Provide a detailed description of the project timeline, including 
energy audit (if applicable), system and site design, permits and 
agreements, equipment procurement, and system installation from site 
preparation through startup and shakedown.
    (f) Project economic assessment. For projects whose total 
eligible costs are greater than $50,000, provide an analysis of the 
proposed project to demonstrate its financial performance, including 
the calculation of simple payback. The analysis should include 
applicable investment incentives, productivity incentives, loans and 
grants, and expected energy offsets or sales on a monthly and annual 
basis. In addition, provide other information necessary to assess 
the project's cost effectiveness.
    (g) Equipment procurement. Demonstrate that equipment required 
for the energy efficiency improvement(s) is available and can be 
procured and delivered within the proposed project development 
schedule. Energy efficiency improvements may be constructed of 
components manufactured in more than one location. Provide a 
description of any unique equipment procurement issues such as 
scheduling and timing of component manufacture and delivery, 
ordering, warranties, shipping, receiving, and on-site storage or 
inventory. Provide a detailed description of equipment 
certification. Identify all the major equipment that is proprietary 
and justify how this unique equipment is needed to meet the 
requirements of the proposed design. Include a statement from the 
applicant certifying that ``open and free'' competition will be used 
for the procurement of project components in a manner consistent 
with the requirements of 7 CFR part 3015 of this title.
    (h) Equipment installation. Describe fully the management of and 
plan for installation of the energy efficiency improvement(s), 
identify specific issues associated with installation, provide 
details regarding the scheduling of major installation equipment 
needed for project discussion, and provide a description of the 
startup and shakedown specifications and process and the conditions 
required for startup and shakedown for each equipment item 
individually and for the system as a whole.

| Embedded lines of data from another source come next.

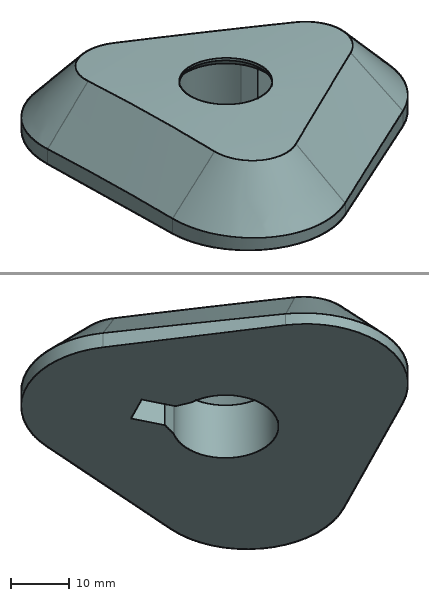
import cadquery as cq
import math

width = 67.0
base_radius = 17.5
base_spacing = width - 2 * base_radius
base_rise = base_spacing * math.sqrt(3) / 2
depth = base_rise + 2 * base_radius

top_radius = 8.25
top_spacing = 32.4
top_rise = 27.2

height = 13.0
crown_radius = 448.9
rim_height = 3.2
rim_crown_radius = 589.6

bore_y = base_rise / 3 - base_rise / 2
mouth_radius = 8.0
mouth_depth = 0.55
socket_radius = 9.1
flare_depth = 1.3
socket_height = height - mouth_depth - flare_depth

slot_width = 5.75
slot_entry_width = 9.65
slot_entry_y = 7.7
slot_neck_y = 10.0
slot_end_y = 16.1


def rounded_triangle(spacing, rise, radius):
    """Closed outline of a rounded triangle; spacing and rise locate the centres of its corners."""
    side_turn = math.atan2(spacing / 2, rise)
    corners = [
        (spacing / 2, -rise / 2, -math.pi / 2, side_turn),
        (0, rise / 2, side_turn, math.pi - side_turn),
        (-spacing / 2, -rise / 2, math.pi - side_turn, math.pi * 3 / 2),
    ]
    outline = cq.Workplane("XY").moveTo(-spacing / 2, -rise / 2 - radius)
    for x, y, first, last in corners:
        start, middle, end = [
            (x + radius * math.cos(turn), y + radius * math.sin(turn))
            for turn in (first, (first + last) / 2, last)
        ]
        outline = outline.lineTo(*start).threePointArc(middle, end)
    return outline.close()


def crowned_prism(outline, ridge_height, radius):
    """Upright prism under a large cylinder that runs along Y and peaks at the ridge height."""
    cylinder = (
        cq.Workplane("XZ", origin=(0, depth, ridge_height - radius))
        .circle(radius)
        .extrude(2 * depth)
    )
    return outline.extrude(ridge_height).intersect(cylinder)


def edges_around(face):
    """Outer edges of a face, ordered by their direction from the origin."""

    def direction(edge):
        middle = edge.positionAt(0.5)
        return math.atan2(middle.y, middle.x)

    return sorted(face.outerWire().Edges(), key=direction)


def bevelled_body():
    """Crowned base joined to the smaller crowned top by a straight-ruled bevel."""
    base = crowned_prism(rounded_triangle(base_spacing, base_rise, base_radius), rim_height, rim_crown_radius)
    top = crowned_prism(rounded_triangle(top_spacing, top_rise, top_radius), height, crown_radius)
    rim_face = base.faces(">Z").val()
    crown_face = top.faces(">Z").val()
    bevels = [
        cq.Face.makeRuledSurface(rim_edge, crown_edge)
        for rim_edge, crown_edge in zip(edges_around(rim_face), edges_around(crown_face))
    ]
    walls = [face for face in base.faces().vals() if not face.isSame(rim_face)]
    return cq.Solid.makeSolid(cq.Shell.makeShell(walls + bevels + [crown_face]))


def stepped_bore():
    """Turned cutter for the socket, the flare and the mouth, centred on the Z axis."""
    profile = [
        (0, 0),
        (socket_radius, 0),
        (socket_radius, socket_height),
        (mouth_radius, height - mouth_depth),
        (mouth_radius, height),
        (0, height),
    ]
    return cq.Workplane("XZ").polyline(profile).close().revolve(360, (0, 0, 0), (0, 1, 0))


def socket_slot():
    """Cutter for the slot beside the socket, open at the underside."""
    half_outline = [
        (0, 0),
        (slot_entry_width / 2, slot_entry_y),
        (slot_width / 2, slot_neck_y),
        (slot_width / 2, slot_end_y),
        (0, slot_end_y),
    ]
    half = cq.Workplane("XY").polyline(half_outline).close().extrude(socket_height)
    return half.union(half.mirror("YZ"))


opening = stepped_bore().union(socket_slot()).translate((0, bore_y, 0))
result = cq.Workplane(bevelled_body()).cut(opening).solids()

Include in this 
discussion any unique concerns, such as the effects of energy 
efficiency improvements on system power quality. Include a statement 
from the applicant certifying that equipment installation will be 
made in accordance with all applicable safety and work rules.
    (i) Operations and maintenance. Identify the operations and 
maintenance requirements of the energy efficiency improvement(s) 
necessary for the energy efficiency improvement(s) to perform as 
designed over the design life. The application must:
    (1) Provide information regarding component warranties and the 
availability of spare parts;
    (2) Describe the routine operation and maintenance requirements 
of the proposed project, including maintenance schedules for the 
mechanical and electrical systems and system monitoring and control 
requirements;
    (3) Provide information that supports expected design life of 
the improvement(s) and timing of major component replacement or 
rebuilds;
    (4) Provide and discuss the risk management plan for handling 
large, potential failures of major components. Include in the 
discussion, costs and labor associated with the operation and 
maintenance of the improvement(s), and plans for in-sourcing or out-
sourcing; and
    (5) For owner maintained portions of the improvement(s), 
describe any unique knowledge, skills, or abilities needed for 
service operations or maintenance.

[[Page 41338]]

    (j) Dismantling and disposal of project components. Describe a 
plan for dismantling and disposing of project components and 
associated wastes at the end of their useful lives. Describe the 
budget for and any unique concerns associated with the dismantling 
and disposal of project components and their wastes.

    Dated: July 6, 2005.
Gilbert G. Gonzalez, Jr.,
Acting Under Secretary, Rural Development.